- Governor Sanders has called a special session that will roll back FOIA laws in the state of Arkansas
- Opposition to the anti-transparency bill is growing fast, especially among notable conservatives
- Arkansans across the political spectrum are coming together against this attempt to limit our rights to access government information
Special session starts today, with an agenda that includes anti-vaccine rhetoric, tax cuts for the ultra-rich, and the star of the show, the demise of Arkansas’s historically strong FOIA law.
Sanders has been intent on rolling back the transparency FOIA guarantees since Matt Campbell at Blue Hog Report started asking questions of the Arkansas State Police. He got a little too close to home with FOIA requests about who accompanied Sanders on a plane trip earlier this year.

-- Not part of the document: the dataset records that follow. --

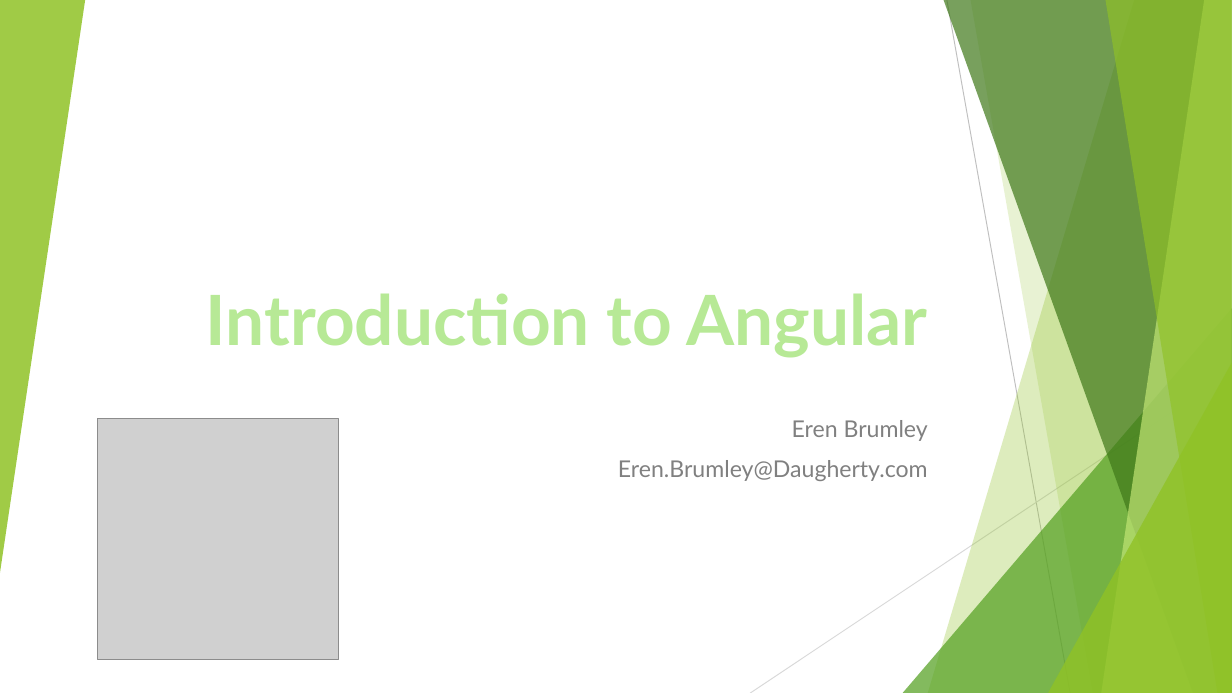
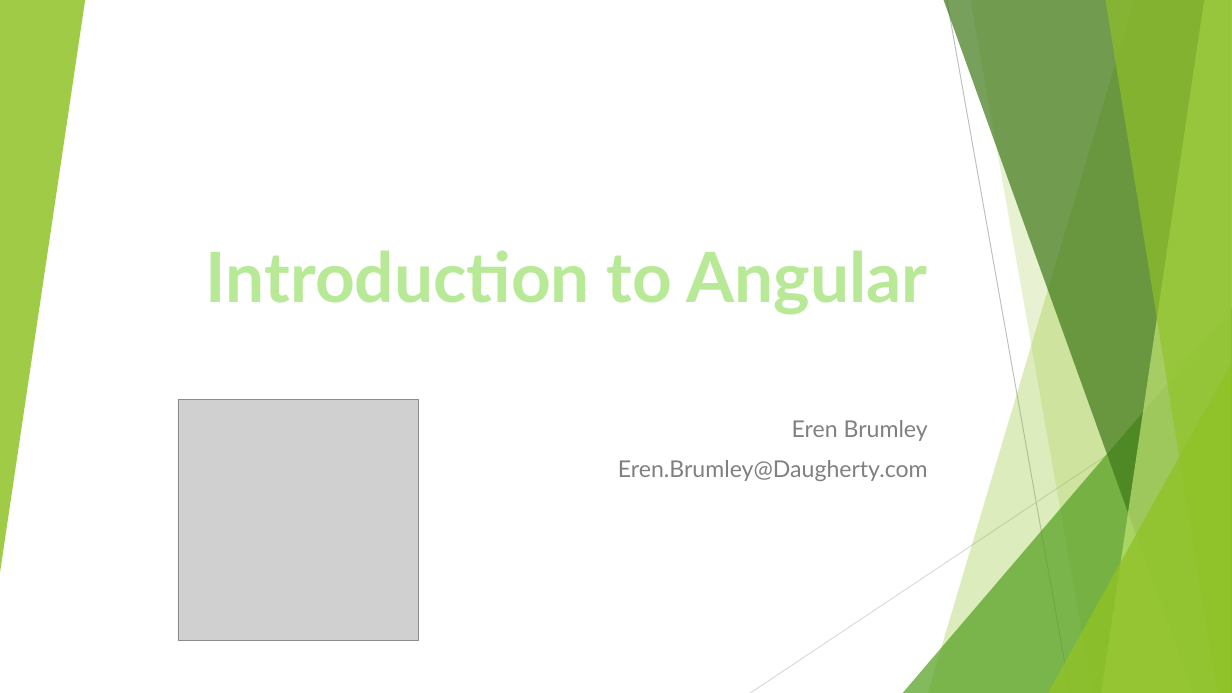
Before and after one commit to ebrumley-dbs/angular-pres, a slide deck: slide 1 of IntroAngular.pptx. Drawn at 1232x693 pixels with LibreOffice and Linux fonts; fonts in the diff are those of the drawing; grey boxes stand for pictures. Boxes give left, top, right and bottom in pixels: in the first picture for what was removed or moved away, otherwise in the second. Text is boxed around its words. In the diff, an @@ line names an element or a change of style, - is before the commit and + after.

Commit message:
Intro

```diff
--- a/IntroAngular.pptx
+++ b/IntroAngular.pptx
@@ title "Introduction to Angular": place and size @@
-title "Introduction to Angular" at box(206, 293, 928, 358)
+title "Introduction to Angular" at box(206, 250, 928, 315)
@@ picture: place and size @@
-picture at box(98, 419, 338, 659)
+picture at box(178, 400, 419, 640)
```
Also in this commit, not shown: 2 slides added, 1 slide removed.

Campbell filed a lawsuit after not receiving the information he requested. Subsequently, the governor called this special session, claiming that the security of her family is at risk. She has not shown any proof or reasoning that the changes made in the FOIA bill will actually make her family any safer.
The real story here is the opposition Sanders is receiving from her own party. Campbell tweeted this morning that some GOP legislators are being threatened with funding cuts to their districts if they vote against the FOIA changes. Sanders is counting votes and doesn’t like what she sees. We haven’t forgotten that she used this tactic to coerce legislators into voting for the LEARNS Act. It’s showing up again.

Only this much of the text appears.